Segmentation Fault on Ruby 2.3.1
We have an extensive test matrix that tests many versions of Rails over many versions of Ruby. We notice frequent segfaults when running our Rails 3.1 suite with Ruby 2.3.1p112. We run the same suite with Ruby 1.8 - Ruby 2.2 without issues. It appears that our test suite is exposing a subtle bug in Ruby that I suspect that it is related to garbage collection. The segfault does not occur everytime the test suite runs, but if I run the suite in a bash for loop for 100 iterations I usually see 5-10 segfaults. If I turn off garbage collection during the test cases the segfault does not occur over 100 iterations of the test suite.

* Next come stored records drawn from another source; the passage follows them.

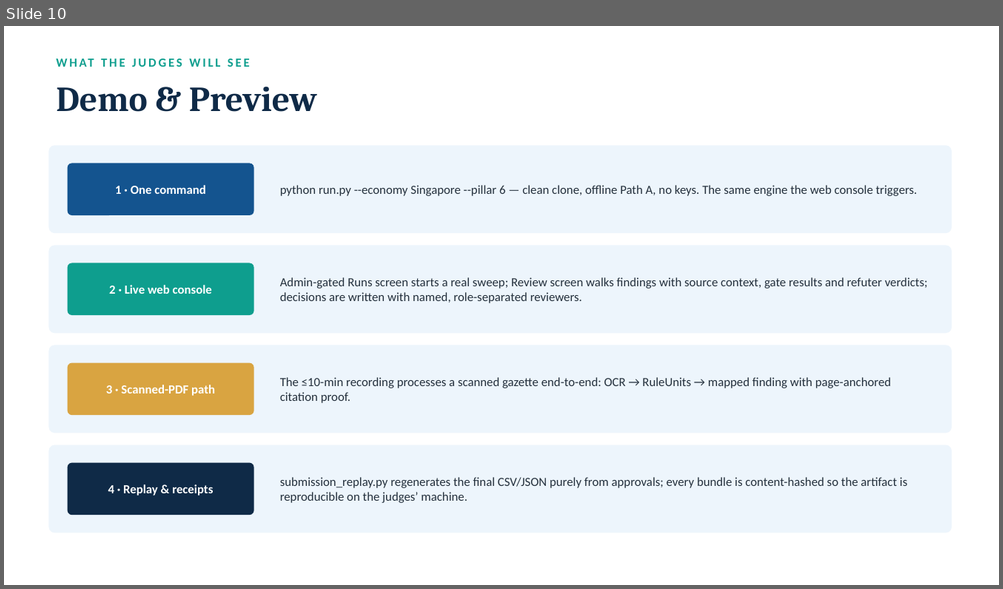
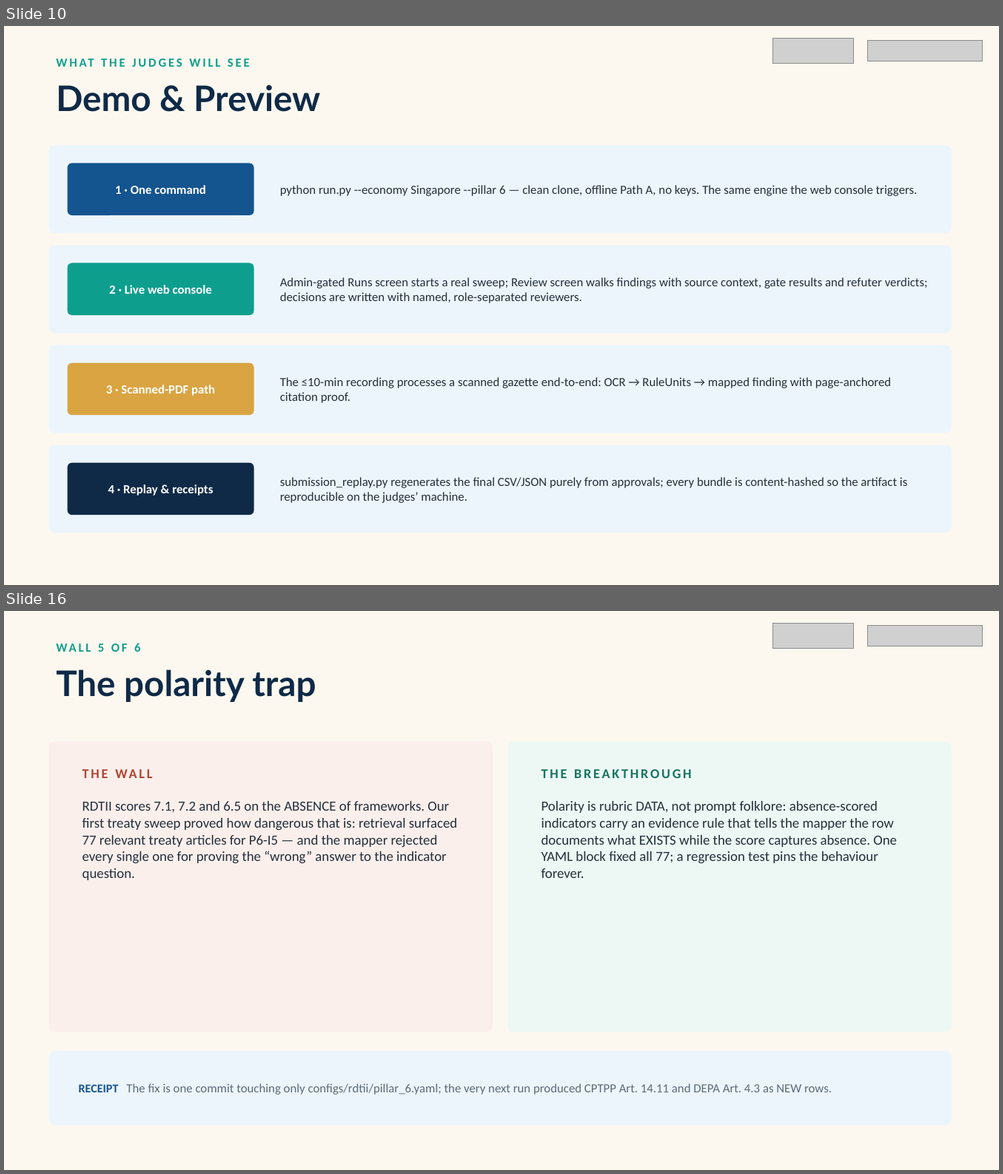
Before and after one commit to nafew0/ClauseChain, a slide deck: ClauseChain_Pitch_Deck.pptx. Shown one above the other, each under a label of ours: slide 10 before the commit, slides 10 and 16 after it; the slides between them are not shown. The pictures are 1003x589 and 1003x1174 pixels, drawn with LibreOffice and Linux fonts; fonts in the diff are those of the drawing; grey boxes stand for pictures; background and template pictures are left out. Boxes give left, top, right and bottom in pixels: in the first picture for what was removed or moved away, otherwise in the second. Text is boxed around its words. In the diff, an @@ line names an element or a change of style, - is before the commit and + after.

```diff
--- a/ClauseChain_Pitch_Deck.pptx
+++ b/ClauseChain_Pitch_Deck.pptx
@@ slide 16 added at (4, 611, 999, 1170), background #FCF8EF @@
@@ picture added at (772, 623, 854, 648) @@
@@ picture added at (868, 625, 983, 646) @@
@@ text added at (98, 643, 140, 652), 12 pt, text #0E9E8E, bold @@
+WALL 5 OF 6
@@ text added at (56, 669, 316, 702), 34 pt, text #0F2A47, bold @@
+The polarity trap
@@ rounded rectangle added at (48, 741, 492, 1033), fill #FBEFEC @@
@@ rounded rectangle added at (508, 741, 951, 1033), fill #EDF8F4 @@
@@ text added at (75, 760, 463, 786), 13 pt, text #B0452F, bold @@
+THE WALL
@@ text added at (541, 769, 691, 778), 13 pt, text #15745F, bold @@
+THE BREAKTHROUGH
@@ text added at (82, 801, 457, 880), 13.5 pt, text #24303C @@
+RDTII scores 7.1, 7.2 and 6.5 on the ABSENCE of frameworks. Our first treaty sweep proved how dangerous that is: retrieval surfaced 77 relevant treaty articles for P6-I5 — and the mapper rejected every single one for proving the “wrong” answer to the indicator question.
@@ text added at (541, 801, 896, 878), 13.5 pt, text #24303C @@
+Polarity is rubric DATA, not prompt folklore: absence-scored indicators carry an evidence rule that tells the mapper the row documents what EXISTS while the score captures absence. One YAML block fixed all 77; a regression test pins the behaviour forever.
@@ rounded rectangle added at (48, 1051, 951, 1126), fill #EDF5FC @@
@@ text added at (79, 1084, 831, 1095), 12 pt, text #5C6B7A @@
+RECEIPT The fix is one commit touching only configs/rdtii/pillar_6.yaml; the very next run produced CPTPP Art. 14.11 and DEPA Art. 4.3 as NEW rows.
@@ slide 10 changed as well @@
@@ background #FFFFFF to #FCF8EF @@
@@ picture added at (772, 38, 854, 63) @@
@@ picture added at (868, 40, 983, 61) @@
@@ text "Demo & Preview" at (56, 84, 320, 112): font Cambria to Lato @@
```
Also in this commit, not shown: 14 other slides changed, 13 other slides added, 2 slides removed.

I tried, but was unable to come up with a minimal reproduction case. Our code and test suite are publically available and I'll list the steps you can follow to reproduce the issue with some additional setup.
- Clone the newrelic rpm github repo from: https://github.com/newrelic/rpm
- git checkout 18.104.22.1688
- bundle install
- run the test suite a single time (you probably won't see a segfault): bundle exec rake test:multiverse[rails,env=6]
- run the test suite in a bash for loop for 100 iterations: for i in `seq 1 100`; do bundle exec rake test:multiverse[rails,env=6]; done
id_table.c: extend, don't shrink
- id_table.c (hash_table_extend): should not shrink the table than the previous capacity. [ruby-core:76534] [Bug #12614]
git-svn-id: svn+ssh://ci.ruby-lang.org/ruby/trunk@55896 b2dd03c8-39d4-4d8f-98ff-823fe69b080e
merge revision(s) 55896: [Backport #12614]
* id_table.c (hash_table_extend): should not shrink the table than the previous capacity. [ruby-core:76534] [Bug #12614]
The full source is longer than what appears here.